→ Your task
Read the lines below. Copy out any that hold the string "narrower".

→ Dataset entries
Content starts

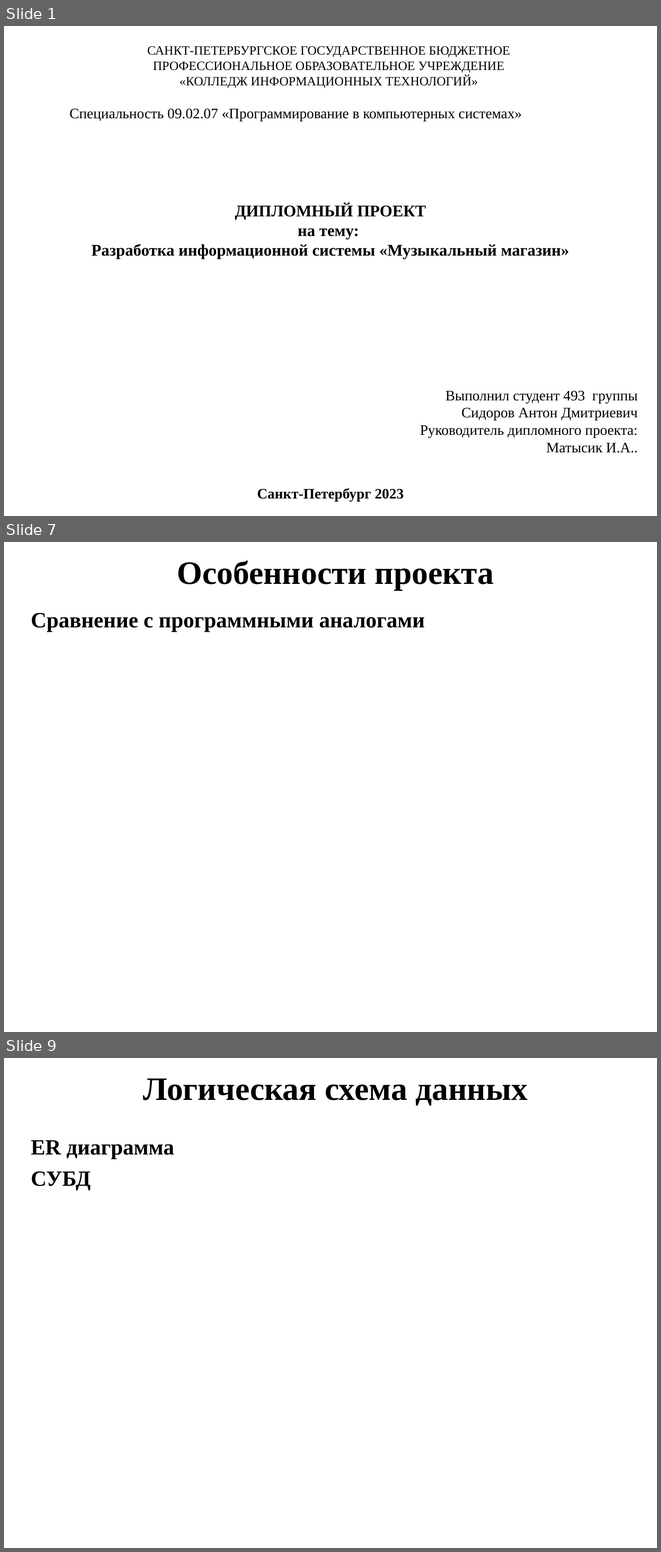
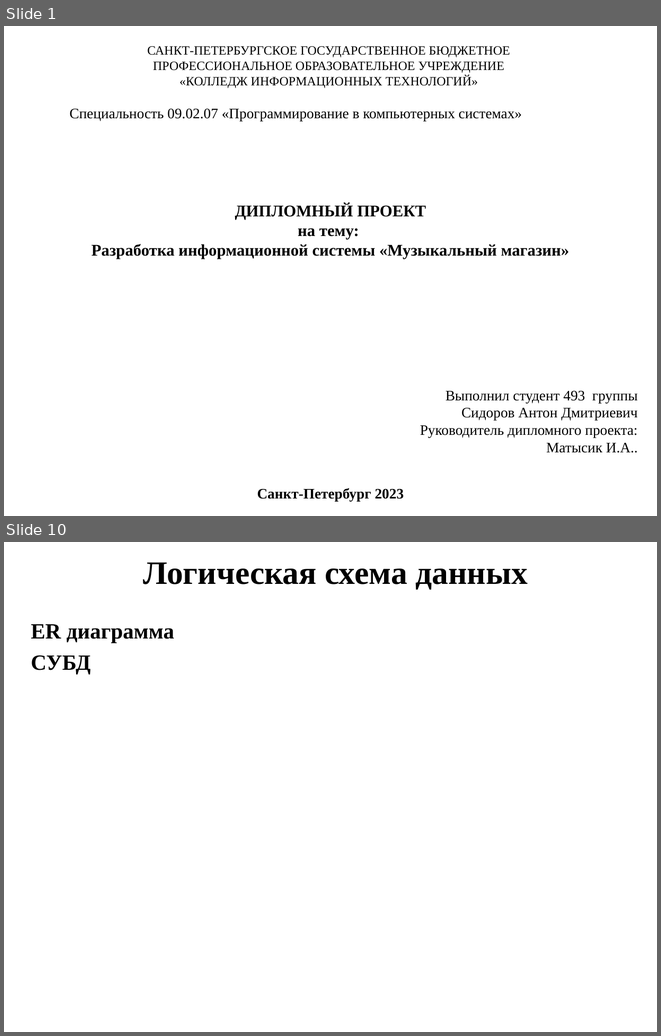
Before and after one commit to AntonSidorov1/DiplomProject, a slide deck: сидоров антон дмитриевич, Группа 493 - Презентация.pptx. Shown one above the other, each under a label of ours: slides 1, 7 and 9 before the commit, slides 1 and 10 after it; the slides between them are not shown. The pictures are 661x1552 and 661x1036 pixels, drawn with LibreOffice and Linux fonts; fonts in the diff are those of the drawing. Boxes give left, top, right and bottom in pixels: in the first picture for what was removed or moved away, otherwise in the second. Text is boxed around its words. In the diff, an @@ line names an element or a change of style, - is before the commit and + after.

```diff
--- a/сидоров антон дмитриевич, Группа 493 - Презентация.pptx
+++ b/сидоров антон дмитриевич, Группа 493 - Презентация.pptx
@@ slide 7 removed at box(4, 542, 657, 1032), background #FFFFFF @@
@@ text removed at box(177, 561, 494, 590) @@
-Особенности проекта
@@ text removed at box(31, 612, 425, 632) @@
-Сравнение с программными аналогами
@@ what was slide 9 is now slide 10 @@
```
Also in this commit, not shown: 5 slides changed, 3 slides added, 1 other slide removed, 5 other files.
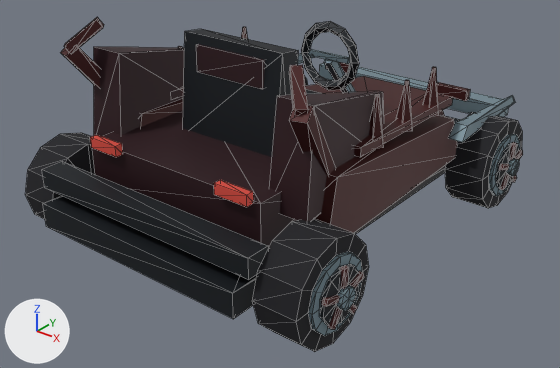
Before and after pictures for a commit that changed the glTF model DLC/Predators/assets/kart/predators/berserker-predator/kart.glb.
Before and after are seen from a camera (50 mm lens) standing at (2.87, -3.68, 2.47) and looking at (0.02, -0.12, 0.27). The lights are fixed; the arrows at lower left show +X, +Y and +Z. The picture after the commit comes second. Mesh edges are drawn as thin lines. Where no turn or scale is listed for an object, it has been applied to the vertices. Vertices at exactly the same position are counted once.

The first picture shows 'chassis', 'wheel-front-right', 'wheel-rear-left', 'wheel-rear-right'.
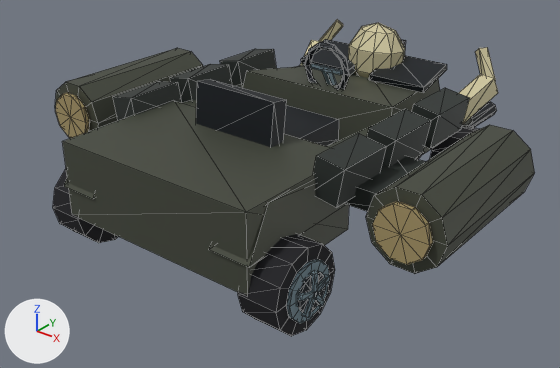
The change, as a list of edits to the scene's bpy script:
```text
Change me_wheel_rear_left:
    remove me_wheel_rear_left.from_pydata(...)  # 132 vertices, 228 faces; spans x -0.22..0.135, y -0.31..0.31, z -0.31..0.31
    add me_wheel_rear_left.from_pydata(...)  # 113 vertices, 196 faces; spans x -0.182..0.125, y -0.25..0.25, z -0.25..0.25
    me_wheel_rear_left part 1: the loose piece of 26 vertices spanning x -0.135..0.135, y -0.31..0.31, z -0.31..0.31 is rebuilt with 51 vertices and now spans x -0.149..0.125, y -0.25..0.25, z -0.25..0.25
    other edits to the shape of me_wheel_rear_left do not show in these pictures
Change me_wheel_front_right:
    remove me_wheel_front_right.from_pydata(...)  # 132 vertices, 228 faces; spans x -0.135..0.22, y -0.31..0.31, z -0.31..0.31
    add me_wheel_front_right.from_pydata(...)  # 113 vertices, 196 faces; spans x -0.125..0.182, y -0.25..0.25, z -0.25..0.25
    me_wheel_front_right part 2: the loose piece of 26 vertices spanning x -0.135..0.135, y -0.31..0.31, z -0.31..0.31 is rebuilt with 51 vertices and now spans x -0.125..0.149, y -0.25..0.25, z -0.25..0.25
    me_wheel_front_right part 3: 106 vertices removed from x 0.134..0.22, y -0.217..0.217, z -0.217..0.217; 32 vertices added at x 0.158..0.182, y -0.124..0.124, z -0.11..0.053
    other edits to the shape of me_wheel_front_right do not show in these pictures
Change me_wheel_rear_right:
    remove me_wheel_rear_right.from_pydata(...)  # 132 vertices, 228 faces; spans x -0.135..0.22, y -0.31..0.31, z -0.31..0.31
    add me_wheel_rear_right.from_pydata(...)  # 113 vertices, 196 faces; spans x -0.125..0.182, y -0.25..0.25, z -0.25..0.25
    me_wheel_rear_right part 4: a new loose piece, a 10-sided cylinder along x spanning x 0.14..0.165, y -0.107..0.107, z -0.112..0.113, in mat_wheel_vertex_colours
    me_wheel_rear_right part 5: a new loose piece, a box spanning x 0.158..0.182, y -0.015..0.015, z 0.0..0.125, in mat_wheel_vertex_colours
    me_wheel_rear_right part 6: the loose piece of 26 vertices spanning x -0.135..0.135, y -0.31..0.31, z -0.31..0.31 is rebuilt with 51 vertices and now spans x -0.125..0.149, y -0.25..0.25, z -0.25..0.25
    me_wheel_rear_right part 7: 106 vertices removed from x 0.134..0.22, y -0.217..0.217, z -0.217..0.217; 32 vertices added at x 0.158..0.182, y -0.124..0.124, z -0.11..0.053
Remove ob_chassis:
    ob_chassis = bpy.data.objects.new('chassis', me_chassis)
Change ob_wheel_rear_left:
    ob_wheel_rear_left.location: (-0.925, -0.985, 0.31) -> (-0.76, -0.98, 0.25)
Change ob_wheel_front_right:
    ob_wheel_front_right.location: (0.925, 0.985, 0.31) -> (0.76, 0.98, 0.25)
Change ob_wheel_rear_right:
    ob_wheel_rear_right.location: (0.925, -0.985, 0.31) -> (0.76, -0.98, 0.25)
Add ob_identity_gunship_motif_armor:
    ob_identity_gunship_motif_armor = bpy.data.objects.new('identity-gunship-motif-armor', me_identity_gunship_motif_armor)  # 48 vertices, 72 faces; spans x -0.89..0.89, y -0.68..0.72, z 0.59..0.85
    ob_identity_gunship_motif_armor.location = (0.0, 0.0, 0.0)
Add ob_identity_gunship_motif_tusks:
    ob_identity_gunship_motif_tusks = bpy.data.objects.new('identity-gunship-motif-tusks', me_identity_gunship_motif_tusks)  # 32 vertices, 48 faces; spans x -0.81..0.81, y 0.99..1.48, z 0.49..0.94
    ob_identity_gunship_motif_tusks.location = (0.0, 0.0, 0.0)
Add ob_identity_gunship_motif_skull:
    ob_identity_gunship_motif_skull = bpy.data.objects.new('identity-gunship-motif-skull', me_identity_gunship_motif_skull)  # 95 vertices, 152 faces; spans x -0.219..0.219, y 0.866..1.202, z 0.6..1.1
    ob_identity_gunship_motif_skull.location = (0.0, 0.0, 0.0)
Add ob_identity_gunship_driver_cockpit:
    ob_identity_gunship_driver_cockpit = bpy.data.objects.new('identity-gunship-driver-cockpit', me_identity_gunship_driver_cockpit)  # 80 vertices, 140 faces; spans x -0.3..0.3, y -0.557..0.679, z 0.459..1.086
    ob_identity_gunship_driver_cockpit.location = (0.0, 0.0, 0.0)
Add ob_identity_gunship_gunship_armored_cargo_fuselage:
    ob_identity_gunship_gunship_armored_cargo_fuselage = bpy.data.objects.new('identity-gunship-gunship-armored-cargo-fuselage', me_identity_gunship_gunship_armored_cargo_fuselage)  # 188 vertices, 320 faces; spans x -1.5..1.5, y -1.24..1.65, z 0.26..0.87
    ob_identity_gunship_gunship_armored_cargo_fuselage.location = (0.0, 0.0, 0.0)
```

What differs and where, as boxes [x1, y1, x2, y2] in the pictures (560 x 368 px):
'chassis', deleted: before [42, 17, 515, 319]
'identity-gunship-gunship-armored-cargo-fuselage', added: after [55, 39, 535, 295]
'wheel-rear-right', reshaped, moved (17% narrower, 23% shorter): before [252, 219, 369, 352]; after [238, 234, 335, 336]
'identity-gunship-motif-armor', added: after [113, 49, 470, 208]
'identity-gunship-driver-cockpit', added: after [196, 42, 350, 147]
'wheel-front-right', reshaped, moved: before [445, 112, 523, 208]; after [430, 125, 479, 159]
'wheel-rear-left', reshaped, moved: before [25, 133, 95, 220]; after [53, 169, 118, 243]
'identity-gunship-motif-skull', added (beige): after [348, 23, 406, 78]
'identity-gunship-motif-tusks', added: after [301, 20, 498, 124]
part 2 of me_wheel_front_right, rebuilt: before [445, 112, 522, 208]; after [430, 125, 479, 159]
part 3 of me_wheel_front_right, built on: before [489, 134, 523, 196]
part 4 of me_wheel_rear_right, added: after [298, 271, 325, 313]
part 5 of me_wheel_rear_right, added: after [310, 271, 318, 295]
part 6 of me_wheel_rear_right, rebuilt (17% narrower, 23% shorter): before [252, 219, 369, 352]; after [238, 234, 335, 336]
part 7 of me_wheel_rear_right, cut back: before [308, 251, 364, 336]; after [297, 274, 330, 318]

Content ends

→ Expected output
'wheel-rear-right', reshaped, moved (17% narrower, 23% shorter): before [252, 219, 369, 352]; after [238, 234, 335, 336]
part 6 of me_wheel_rear_right, rebuilt (17% narrower, 23% shorter): before [252, 219, 369, 352]; after [238, 234, 335, 336]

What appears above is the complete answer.